We have a Cruze assembly plant <10 miles away and still pay $800 for deliveryartytime:
oh snap, that's not a good thing:angry:

My friend lives in Soso.


----------



## Skraeling (May 30, 2012)

Sigh.. would be fun to see what this could do with a mt.

Till it gets one I dont really care about the car.


----------



## obermd (Mar 3, 2012)

Page 9-70 of the manual at http://www.gm.ca/gm/english/owner_centre/chevrolet/resources/dispManualInfo (you'll need to select the make/model/year for the download) states:

*Trailer Towing (FuelEconomy Model or DieselEngine)​*The vehicle is neither designed nor​intended to tow a trailer.

Needless to say I was somewhat surprised given the extra torque and HP in the car.


----------



## Diesel Dan (May 18, 2013)

Is the Jetta TDI rated to tow?


----------



## Eugene_C (Mar 15, 2012)

ErikBEggs said:


> I think the towing capacity will be the same as a regular Cruze because I don't htink they upgraded the brakes.

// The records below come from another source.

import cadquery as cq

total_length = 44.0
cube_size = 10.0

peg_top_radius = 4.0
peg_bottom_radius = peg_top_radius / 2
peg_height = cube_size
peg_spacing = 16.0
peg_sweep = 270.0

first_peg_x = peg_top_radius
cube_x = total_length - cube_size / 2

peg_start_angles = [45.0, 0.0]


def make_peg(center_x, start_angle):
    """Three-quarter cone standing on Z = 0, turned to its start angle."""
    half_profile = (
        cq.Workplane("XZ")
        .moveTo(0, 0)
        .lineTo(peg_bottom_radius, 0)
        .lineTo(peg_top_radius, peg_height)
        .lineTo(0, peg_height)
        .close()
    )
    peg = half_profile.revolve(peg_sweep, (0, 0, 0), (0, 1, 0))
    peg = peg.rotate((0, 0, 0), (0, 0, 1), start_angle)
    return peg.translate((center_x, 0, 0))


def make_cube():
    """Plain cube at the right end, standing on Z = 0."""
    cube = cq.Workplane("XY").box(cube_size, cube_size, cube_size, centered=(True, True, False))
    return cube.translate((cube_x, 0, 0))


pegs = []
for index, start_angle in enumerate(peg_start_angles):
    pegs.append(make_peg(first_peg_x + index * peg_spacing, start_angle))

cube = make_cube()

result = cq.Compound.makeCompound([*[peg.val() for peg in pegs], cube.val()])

GM doesn't want liability..


I think they actually did upgrade the brakes somewhat for the Eco-D, but that was mostly to handle the higher curb weight of the car. 

Most American cars seem to be underrated for towing. I think that has a lot to do with liability laws here and it might be related to the longer powertrain warranties, too. I don't think they trust consumers not to be idiots, and they're often on the hook for the bill when people do stupid stuff.


----------



## Eugene_C (Mar 15, 2012)

Diesel Dan said:


> Is the Jetta TDI rated to tow?


In Europe, the Jetta TDI sportwagon is rated at 3,300 lbs @ 12% incline with a braked trailer or 1,650 lbs with a non-braked trailer. I think that's for the AT and the MT has a lower rating. The European manuals also list different weights for a 6% grade vs. a 12% grade. 

In the US, I believe it's 1,000 lbs for the MT or 1.500 lbs. for the AT, and they don't specify any difference for braked vs. non-braked trailering nor differences for grades. 

It's clear that in America they don't trust consumers with knowing how to read complicated specs for things like towing or grades or trailer brakes.


----------



## gulfcoastguy (Feb 21, 2013)

I own a 2013 Jetta sportswagen TDI manual shift. According to the owners manual it is rated to tow 1000 lbs. The DSG automatic is not rated for towing. BTW a 12% grade is steeper than the allowable grade for bridges(7%) in the US.


----------



## ErikBEggs (Aug 20, 2011)

gulfcoastguy said:


> I own a 2013 Jetta sportswagen TDI manual shift. According to the owners manual it is rated to tow 1000 lbs. The DSG automatic is not rated for towing. BTW a 12% grade is steeper than the allowable grade for bridges(7%) in the US.


Agreed. You won't find interstates steeper than 6% either. The few that are for certain stretches are signed in advance. (i.e. "Trucks use low gear")


----------



## Eugene_C (Mar 15, 2012)

ErikBEggs said:


> Agreed. You won't find interstates steeper than 6% either. The few that are for certain stretches are signed in advance. (i.e. "Trucks use low gear")


Correction, they show 8% and 12% ratings in the European manuals. Must be some steep grades in the alps. /shrug. 

You will encounter some steep hills off the interstates, especially when you're looking for a camping spot.


----------



## 70AARCUDA (Nov 14, 2010)

ErikBEggs said:


> I think the towing capacity will be the same as a regular Cruze because I don't htink they upgraded the brakes. GM doesn't want liability..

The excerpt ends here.